◆ TASK GOAL
Nothing in the records may change. Print them all again.

--- RECORDS Enclosed Below ---

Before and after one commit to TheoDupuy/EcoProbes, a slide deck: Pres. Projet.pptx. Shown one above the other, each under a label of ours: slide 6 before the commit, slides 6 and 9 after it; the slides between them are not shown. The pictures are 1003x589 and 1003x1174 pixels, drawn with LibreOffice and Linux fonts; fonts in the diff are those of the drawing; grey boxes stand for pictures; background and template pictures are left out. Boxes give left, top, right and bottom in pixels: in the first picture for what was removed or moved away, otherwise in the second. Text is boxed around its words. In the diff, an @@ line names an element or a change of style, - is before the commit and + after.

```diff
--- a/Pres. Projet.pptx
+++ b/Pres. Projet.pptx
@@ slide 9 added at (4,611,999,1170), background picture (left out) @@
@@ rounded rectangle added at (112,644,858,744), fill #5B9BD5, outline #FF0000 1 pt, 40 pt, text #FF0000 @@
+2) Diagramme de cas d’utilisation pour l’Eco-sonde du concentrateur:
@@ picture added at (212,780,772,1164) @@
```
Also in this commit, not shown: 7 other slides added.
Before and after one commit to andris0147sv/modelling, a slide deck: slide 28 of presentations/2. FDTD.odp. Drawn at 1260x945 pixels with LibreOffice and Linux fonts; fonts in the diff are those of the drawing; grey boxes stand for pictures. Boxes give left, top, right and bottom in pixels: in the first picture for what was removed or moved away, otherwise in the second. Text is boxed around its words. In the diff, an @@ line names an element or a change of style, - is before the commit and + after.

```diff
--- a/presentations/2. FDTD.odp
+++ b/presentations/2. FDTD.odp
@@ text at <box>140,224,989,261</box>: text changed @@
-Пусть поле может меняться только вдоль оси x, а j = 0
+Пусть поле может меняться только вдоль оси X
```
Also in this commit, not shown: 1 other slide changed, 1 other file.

--- End of Enclosed RECORDS ---

◆ EXERCISE ANSWER
Before and after one commit to TheoDupuy/EcoProbes, a slide deck: Pres. Projet.pptx. Shown one above the other, each under a label of ours: slide 6 before the commit, slides 6 and 9 after it; the slides between them are not shown. The pictures are 1003x589 and 1003x1174 pixels, drawn with LibreOffice and Linux fonts; fonts in the diff are those of the drawing; grey boxes stand for pictures; background and template pictures are left out. Boxes give left, top, right and bottom in pixels: in the first picture for what was removed or moved away, otherwise in the second. Text is boxed around its words. In the diff, an @@ line names an element or a change of style, - is before the commit and + after.

```diff
--- a/Pres. Projet.pptx
+++ b/Pres. Projet.pptx
@@ slide 9 added at (4,611,999,1170), background picture (left out) @@
@@ rounded rectangle added at (112,644,858,744), fill #5B9BD5, outline #FF0000 1 pt, 40 pt, text #FF0000 @@
+2) Diagramme de cas d’utilisation pour l’Eco-sonde du concentrateur:
@@ picture added at (212,780,772,1164) @@
```
Also in this commit, not shown: 7 other slides added.
Before and after one commit to andris0147sv/modelling, a slide deck: slide 28 of presentations/2. FDTD.odp. Drawn at 1260x945 pixels with LibreOffice and Linux fonts; fonts in the diff are those of the drawing; grey boxes stand for pictures. Boxes give left, top, right and bottom in pixels: in the first picture for what was removed or moved away, otherwise in the second. Text is boxed around its words. In the diff, an @@ line names an element or a change of style, - is before the commit and + after.

```diff
--- a/presentations/2. FDTD.odp
+++ b/presentations/2. FDTD.odp
@@ text at <box>140,224,989,261</box>: text changed @@
-Пусть поле может меняться только вдоль оси x, а j = 0
+Пусть поле может меняться только вдоль оси X
```
Also in this commit, not shown: 1 other slide changed, 1 other file.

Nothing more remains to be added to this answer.